Passlib handles that with a concept of "deprecated algorithms"[0]: a
cryptcontext has a list of algorithms it can accept as inputs to validate
against, and a subset of these can be marked as deprecated[1]. The passwords
hashed with deprecated algorithms will validate but they'll be flagged as
needing an upgrade. The `verify_and_upgrade` method will return both the
validity of the password and a new hash if it should be upgraded, so the
normal pattern is:

    
    
        valid, new_hash = pass_ctx.verify_and_update(password, old_hash)
        if valid:
            if new_hash:
                # store new hash for user
            # password was valid
        else:
            # password wasn't valid
    

[0] [http://pythonhosted.org/passlib/lib/passlib.context-
tutorial...](http://pythonhosted.org/passlib/lib/passlib.context-
tutorial.html#deprecation-hash-migration)

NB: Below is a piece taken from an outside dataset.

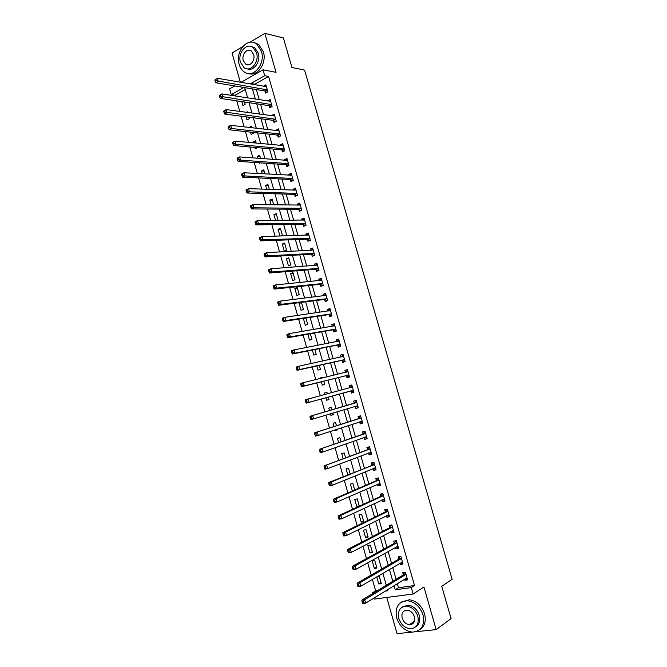 <?xml version="1.0" encoding="UTF-8"?>
<svg xmlns="http://www.w3.org/2000/svg" width="667" height="667" viewBox="0 0 667 667"><rect width="100%" height="100%" fill="white"/><g stroke="black" fill="none" stroke-linecap="round" stroke-linejoin="round"><path stroke-width="1" d="M410.222 624.137L411.231 624.52M245.273 89.545L235.151 95.248L231.216 94.631L229.59 88.886L234.742 85.943M242.763 46.582L232.033 53.018L240.337 82.266M386.76 597.457L397.04 633.65L412.106 632.099M397.324 583.617L398.491 587.727L414.524 585.543L411.297 587.602L413.14 594.014L374.062 599.108L373.787 598.132M372.528 593.663L372.303 592.871L374.262 592.613M372.403 579.415L375.646 590.845L372.303 592.871M235.151 95.248L235.376 96.023M236.743 100.85L239.745 111.439M241.087 116.183L244.122 126.897M245.448 131.566L248.516 142.388M249.817 146.982L252.918 157.921M254.202 162.431L257.337 173.495M258.588 177.931L261.764 189.111M262.998 193.463L266.2 204.761M267.409 209.038L270.644 220.452M271.836 224.646L275.104 236.185M276.271 240.295L279.581 251.959M280.715 255.986L284.059 267.775M285.176 271.719L288.553 283.625M289.653 287.494L293.063 299.525M294.13 303.302L297.574 315.458M298.624 319.151L302.109 331.432M303.126 335.042L306.645 347.449M307.645 350.975L311.197 363.507M312.173 366.95L315.758 379.606M316.717 382.966L320.335 395.748M321.269 399.024L324.912 411.898M325.846 415.174L329.49 428.022M330.448 431.407L334.067 444.197M335.059 447.682L338.669 460.405M339.686 463.999L343.272 476.663M344.322 480.357L347.891 492.963M348.974 496.757L352.526 509.296M353.635 513.206L357.17 525.679M358.304 529.69L361.822 542.104M362.99 546.223L366.491 558.571M367.692 562.798L371.177 575.079M416.175 631.682L436.176 629.623L451.067 618.584L441.746 586.301L452.134 579.331L304.586 70.11L291.921 67.475L283.392 37.927L264.832 33.35L249.992 42.246M375.646 590.845L377.597 590.578M376.738 576.88L378.748 583.967L381.316 583.6L379.198 576.138L377.605 576.371M376.905 568.059L374.787 560.605L372.228 561.014L374.345 568.451L376.905 568.059M372.494 552.551L370.385 545.122L367.842 545.556L369.952 552.968L372.494 552.551M368.101 537.077L366 529.665L363.465 530.132L365.566 537.527L368.101 537.077M363.715 521.644L361.622 514.257L359.096 514.749L361.189 522.128L363.715 521.644M359.321 506.178L357.254 498.874L354.744 499.4L356.828 506.762L359.029 506.32M354.736 490.02L352.893 483.533L350.392 484.084L352.368 491.037M350.15 473.895L348.549 468.234L346.056 468.809L347.774 474.854M345.589 457.82L344.205 452.968L341.729 453.577L343.188 458.713M341.029 441.779L339.887 437.744L337.419 438.377L338.619 442.613M335.017 429.915L335.176 430.49L337.635 429.84L337.435 429.123M336.485 425.779L335.568 422.553L333.116 423.212L334.067 426.555M330.44 413.79L330.882 415.341L333.325 414.666L332.875 413.065M331.949 409.821L331.266 407.395L328.823 408.087L329.515 410.538M325.888 397.757L326.588 400.233L329.031 399.533L328.331 397.082M327.414 393.847L326.972 392.279L324.537 392.996L324.962 394.505M321.361 381.807L322.311 385.159L324.737 384.434L323.82 381.199M322.878 377.872L322.686 377.197L320.26 377.939L320.41 378.472M316.85 365.908L318.042 370.127L320.46 369.368L319.318 365.358M312.339 350.042L313.79 355.127L316.191 354.344L314.832 349.55M307.854 334.217L309.538 340.162L311.931 339.353L310.347 333.783M303.368 318.434L305.303 325.238L307.687 324.395L305.886 318.059M301.234 302.401L299.049 303.21L301.075 310.347L303.443 309.48L301.426 302.376M299.216 294.597L297.19 287.469L294.839 288.369L296.857 295.489L299.216 294.597M294.997 279.748L292.98 272.636L290.637 273.57L292.646 280.665L294.997 279.748M290.795 264.941L288.778 257.837L286.443 258.796L288.452 265.883L290.795 264.941M286.593 250.158L284.584 243.08L282.258 244.064L284.267 251.134L286.593 250.158M281.049 236.001L282.408 235.418L280.398 228.356L278.089 229.365L279.982 236.035M278.139 220.385L276.23 213.665L273.92 214.699L275.546 220.41M273.72 204.861L272.061 199.016L269.768 200.075L271.119 204.827M269.326 189.361L267.909 184.392L265.624 185.476L266.708 189.278M264.932 173.912L263.765 169.81L261.497 170.919L262.306 173.77M260.555 158.496L259.63 155.253L257.37 156.395L257.912 158.296M260.355 162.865L259.346 163.365L259.188 162.781M254.827 147.432L255.228 148.858L257.479 147.665M256.186 143.122L255.511 140.737L253.26 141.904L253.535 142.871M250.475 132.116L251.125 134.384L253.368 133.208L253.143 132.408M249.158 127.447L251.818 127.756L251.392 126.255L249.166 127.472M246.14 116.842L247.023 119.943L249.258 118.743L248.816 117.184M247.482 112.481L247.29 111.806L246.331 112.331M241.821 101.601L242.938 105.536L245.164 104.31L244.506 102.001M414.524 585.543L268.584 76.422L254.811 84.184L254.994 84.817M256.345 89.57L259.246 99.716M260.58 104.394L263.507 114.649M264.816 119.251L267.775 129.623M269.068 134.15L272.061 144.639M273.328 149.083L276.355 159.688M277.605 164.057L280.657 174.771M281.883 179.064L284.976 189.895M286.176 194.105L289.303 205.052M290.478 209.188L293.638 220.243M294.797 224.304L297.982 235.484M299.116 239.461L302.343 250.75M303.452 254.652L306.712 266.058M307.795 269.885L311.089 281.407M312.156 285.151L315.474 296.79M316.525 300.45L319.877 312.214M320.902 315.791L324.287 327.68M325.288 331.174L328.714 343.18M329.69 346.59L333.15 358.713M334.1 362.048L337.594 374.295M338.519 377.547L342.046 389.912M342.955 393.08L346.507 405.528M347.407 408.704L350.959 421.135M351.893 424.404L355.419 436.777M356.386 440.145L359.897 452.459M360.889 455.928L364.382 468.176M365.399 471.744L368.876 483.934M369.927 487.61L373.387 499.733M374.462 503.51L377.906 515.574M379.014 519.451L382.433 531.449M383.575 535.434L386.977 547.365M388.144 551.451L391.529 563.323M392.73 567.517L396.098 579.323M404.594 579.131L404.919 580.273L407.587 579.898L405.411 572.286L402.743 572.678L403.335 574.737M400.042 563.231L400.392 564.457L403.06 564.049L400.884 556.461L398.232 556.887L398.816 558.938M395.506 547.365L395.881 548.683L398.532 548.249L396.365 540.679L393.722 541.129L394.305 543.18M390.979 531.549L391.387 532.95L394.022 532.483L391.863 524.929L389.228 525.413L389.811 527.455M386.468 515.758L386.893 517.259L389.52 516.758L387.36 509.229L384.742 509.738L385.326 511.772M381.966 500.017L382.416 501.601L385.034 501.075L382.883 493.563L380.273 494.097L380.857 496.131M377.472 484.309L377.947 485.985L380.549 485.426L378.406 477.931L375.813 478.506L376.388 480.532M372.995 468.643L373.495 470.41L376.088 469.818L373.945 462.339L371.361 462.94L371.936 464.966M368.526 453.018L369.051 454.869L371.627 454.252L369.493 446.79L366.917 447.424L367.5 449.441M364.065 437.435L364.616 439.361L367.183 438.719L365.049 431.282L362.489 431.933L363.065 433.95M359.621 421.894L360.197 423.904L362.748 423.228L360.622 415.808L358.071 416.491L358.646 418.501M355.211 406.47L355.778 408.471L358.321 407.77L356.203 400.367L353.668 401.084L354.244 403.085M350.809 391.087L351.384 393.088L353.91 392.354L351.801 384.967L349.275 385.709L349.841 387.71M346.423 375.738L346.99 377.739L349.508 376.98L347.399 369.61L344.889 370.377L345.456 372.378L347.607 370.343M342.038 360.43L342.613 362.423L345.122 361.639L343.013 354.285L340.512 355.086L341.054 356.987M337.677 345.164L338.244 347.148L340.737 346.331L338.636 339.003L336.151 339.828L336.668 341.637M333.317 329.932L333.884 331.908L336.368 331.065L334.275 323.753L331.791 324.612L332.283 326.321M328.973 314.732L329.531 316.708L332.008 315.841L329.923 308.538L327.455 309.43L327.914 311.047M324.637 299.575L325.196 301.542L327.664 300.65L325.579 293.372L323.12 294.28L323.562 295.806M320.31 284.45L320.869 286.418L323.32 285.493L321.244 278.231L318.801 279.173L319.21 280.607M315.991 269.368L316.558 271.327L318.993 270.377L316.925 263.132L314.49 264.099L314.874 265.441M311.689 254.319L312.248 256.278L314.682 255.294L312.615 248.066L310.188 249.058L310.547 250.317M307.395 239.303L307.954 241.254L310.372 240.253L308.312 233.041L305.895 234.059L306.228 235.226M303.11 224.329L303.668 226.28L306.078 225.238L304.019 218.051L301.617 219.101L301.926 220.168M298.841 209.388L299.4 211.331L301.792 210.272L299.741 203.093L297.349 204.169L297.632 205.153M294.581 194.489L295.131 196.423L297.515 195.339L295.473 188.177L293.088 189.278L293.347 190.17M290.328 179.615L290.879 181.549L293.255 180.44L291.212 173.295L288.844 174.429L289.069 175.229M286.085 164.791L286.635 166.717L289.003 165.574L286.96 158.454L284.601 159.605L284.809 160.322M281.849 149.992L282.399 151.918L284.759 150.742L282.725 143.638L280.373 144.822L280.557 145.448M277.63 135.234L278.181 137.152L280.524 135.951L278.489 128.864L276.155 130.073L276.313 130.615M273.42 120.502L273.962 122.42L276.296 121.202L274.27 114.132L271.944 115.358L272.078 115.816M269.218 105.811L269.76 107.729L272.086 106.478L270.068 99.425L267.851 101.05M265.024 91.162L265.574 93.063L267.884 91.796L265.866 84.759L263.64 86.318M240.979 82.374L263.023 69.793L276.038 72.344L264.832 33.35M263.023 69.793L264.716 75.696L250.909 83.5L251.092 84.134M268.584 76.422L264.716 75.696M436.176 629.623L423.929 586.985L413.14 594.014M243.88 87.477L231.216 94.631M385.126 591.137L387.844 590.77L387.527 589.661M386.285 585.293L382.866 573.287M381.657 569.026L378.222 556.953M377.038 552.801L373.587 540.662M372.436 536.618L368.968 524.42M367.851 520.477L364.357 508.212M363.265 504.369L359.763 492.046M358.696 488.311L355.178 475.921M354.144 472.294L350.6 459.838M349.6 456.311L346.04 443.797M345.064 440.378L341.487 427.797M340.545 424.479L336.952 411.839M336.035 408.621L332.433 395.956M331.516 392.746L327.939 380.173M327.005 376.872L323.462 364.424M322.503 361.039L318.993 348.724M318.009 345.248L314.541 333.05M313.523 329.498L310.097 317.425M309.063 313.79L305.661 301.834M304.602 298.116L301.234 286.285M300.158 282.483L296.823 270.777M295.723 266.892L292.421 255.303M291.296 251.342L288.036 239.87M286.885 235.826L283.65 224.471M282.483 220.352L279.281 209.113M278.089 204.911L274.929 193.797M273.712 189.511L270.585 178.514M269.343 174.154L266.25 163.273M264.982 158.829L261.923 148.066M260.639 143.547L257.604 132.9M256.303 128.297L253.302 117.767M251.976 113.09L249.008 102.668M247.657 97.924L244.731 87.619M394.039 585.643L395.223 589.778L411.297 587.602M252.451 88.911L255.361 99.116M256.703 103.819L259.646 114.132M260.964 118.751L263.932 129.181M265.233 133.733L268.234 144.272M269.51 148.741L272.545 159.396M273.795 163.79L276.872 174.562M278.097 178.881L281.199 189.761M282.408 194.005L285.543 205.002M286.735 209.163L289.903 220.285M291.062 224.362L294.264 235.593M295.406 239.595L298.641 250.95M299.758 254.869L303.026 266.341M304.127 270.177L307.429 281.766M308.496 285.526L311.839 297.24M312.881 300.917L316.258 312.74M317.284 316.341L320.685 328.289M321.686 331.807L325.129 343.872M326.105 347.307L329.581 359.496M330.532 362.848L334.042 375.154M334.976 378.422L338.519 390.862M339.428 394.039L342.996 406.562M343.905 409.755L347.465 422.253M348.407 425.538L351.951 437.977M352.918 441.371L356.445 453.743M357.445 457.237L360.955 469.551M361.973 473.145L365.466 485.401M366.525 489.094L369.993 501.284M371.077 505.086L374.537 517.217M375.646 521.11L379.089 533.183M380.232 537.185L383.65 549.183M384.817 553.293L388.227 565.232M389.428 569.451L392.813 581.324M398.491 587.727L395.223 589.778M254.811 84.184L250.909 83.5M407.279 578.806L404.919 580.273M381.032 582.599L378.748 583.967M255.911 142.163L253.26 141.904M260.013 156.603L257.37 156.395M264.124 171.077L261.497 170.919M268.251 185.584L265.624 185.476M272.378 200.125L269.768 200.075M276.522 214.699L273.92 214.699M280.674 229.306L278.089 229.365M284.834 243.955L282.258 244.064M289.003 258.638L286.443 258.796M293.18 273.353L290.637 273.57M297.374 288.102L294.839 288.369M301.576 302.885L299.049 303.21M322.728 377.347L320.26 377.939M326.988 392.346L324.537 392.996M333.308 414.607L330.882 415.341M337.594 429.698L335.176 430.49M359.18 505.686L356.828 506.762M363.532 520.994L361.189 522.128M367.892 536.335L365.566 537.527M372.261 551.717L369.952 552.968M376.638 567.142L374.345 568.451M402.776 563.065L400.392 564.457M398.274 547.357L395.881 548.683M393.788 531.682L391.387 532.95M389.32 516.05L386.893 517.259M384.851 500.458L382.416 501.601M380.398 484.909L377.947 485.985M375.963 469.393L373.495 470.41M371.527 453.91L369.051 454.869M367.108 438.477L364.616 439.361M362.706 423.07L360.197 423.904M358.304 407.704L355.778 408.471M351.817 385.034L349.275 385.709M347.449 369.768L344.889 370.377M343.088 354.536L340.512 355.086M338.736 339.336L336.151 339.828M334.392 324.179L331.791 324.612M330.065 309.054L327.455 309.43M325.746 293.964L323.12 294.28M321.444 278.914L318.801 279.173M317.142 263.899L314.49 264.099M312.856 248.924L310.188 249.058M308.579 233.984L305.895 234.059M304.31 219.076L301.617 219.101M300.058 204.21L297.349 204.169M295.815 189.378L293.088 189.278M291.579 174.579L288.844 174.429M287.352 159.813L284.601 159.605M283.133 145.089L280.373 144.822M278.931 130.399L276.155 130.073M274.737 115.741L271.944 115.358M270.552 101.117L267.75 100.684M266.375 86.535L263.565 86.043M407.42 605.744L406.595 606.111M405.761 578.414L407.17 578.431M405.728 574.704L403.051 575.087L361.906 600.125L364.682 599.758L406.003 574.345M363.165 601.484L364.682 599.758L365.641 603.16L362.865 603.518L362.439 602.985L363.548 602.843L363.165 601.484L362.056 601.626L362.439 602.985M407.003 577.83L365.641 603.16L363.548 602.843M403.051 575.087L404.636 572.403M361.906 600.125L362.056 601.626M401.1 562.614L402.66 562.665M401.192 558.863L398.532 559.279L357.128 583.191L359.888 582.791L401.476 558.521M358.371 584.492L359.888 582.791L360.847 586.185L358.087 586.576L357.654 586.01L358.754 585.851L358.371 584.492L357.27 584.651L357.654 586.01M402.468 561.989L360.847 586.185L358.754 585.851M398.532 559.279L400.175 556.578M357.128 583.191L357.27 584.651M396.448 546.84L398.157 546.932M396.673 543.063L394.022 543.513L352.359 566.3L355.102 565.866L396.957 542.73M353.593 567.55L355.102 565.866L356.061 569.251L353.318 569.676L352.876 569.076L353.969 568.901L353.593 567.55L352.493 567.717L352.876 569.076M397.949 546.198L356.061 569.251L353.969 568.901M394.022 543.513L395.723 540.787M352.359 566.3L352.493 567.717M391.812 531.107L393.663 531.24M391.404 525.012L391.871 524.979M392.163 527.305L389.528 527.78L347.607 549.45L350.342 548.991L392.446 526.98M348.824 550.65L350.342 548.991L351.292 552.359L348.558 552.818L348.107 552.184L349.2 552.001L348.824 550.65L347.724 550.834L348.107 552.184M393.438 530.44L351.292 552.359L349.2 552.001M389.528 527.78L391.254 525.096M347.607 549.45L347.724 550.834M387.185 515.408L389.186 515.591M387.66 511.589L385.042 512.089L342.871 532.65L345.581 532.149L387.944 511.272M344.064 533.8L345.581 532.149L346.532 535.518L343.813 536.01L343.355 535.343L344.447 535.142L344.064 533.8L342.98 533.992L343.355 535.343M388.936 514.716L346.532 535.518L344.447 535.142M385.042 512.089L386.785 509.463M342.871 532.65L342.98 533.992M396.665 617.917C399.6 626.288 404.836 631.024 412.373 632.116C421.369 631.341 424.921 625.604 423.028 614.899C420.16 606.778 415.107 602.068 407.87 600.784C398.491 601.284 394.756 606.995 396.665 617.917M419.86 629.631C424.729 626.321 426.305 621.052 424.579 613.815C421.727 605.711 416.683 601.017 409.455 599.741L401.792 601.884M402.651 606.853L408.304 605.152C413.548 606.061 417.208 609.455 419.276 615.333C420.535 620.685 419.326 624.529 415.658 626.863M398.816 618.501C400.934 624.512 404.686 627.93 410.088 628.748C416.617 628.222 419.201 624.079 417.825 616.333C415.758 610.447 412.089 607.045 406.845 606.128C400.117 606.511 397.449 610.639 398.816 618.501M414.407 616.725C413.073 612.915 410.697 610.722 407.295 610.138C402.985 610.405 401.276 613.065 402.159 618.117C403.518 621.977 405.928 624.179 409.396 624.721C413.623 624.395 415.291 621.727 414.407 616.725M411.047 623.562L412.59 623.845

[1] in recent versions you can even set the _deprecated_ list to "auto", this
will consider all algorithms but the default (the one used if you encrypt with
the cryptcontext without requesting anything specific) to be deprecated. It's
a thing of beauty.

------
ixtli
Interesting side note: one of the most successful altcoins (a few years ago,
back when people cared about this stuff) was called litecoin. The major
difference is that it used scrypt instead of SHA because it was hard to
parallelize. The idea was this would keep rich groups from taking over the
network by throwing money at hashing clusters.

I built a machine in a milk crate that had 5xR9s to mine it. I broke even and
sold it after I got bored :) It was fun for a month or two.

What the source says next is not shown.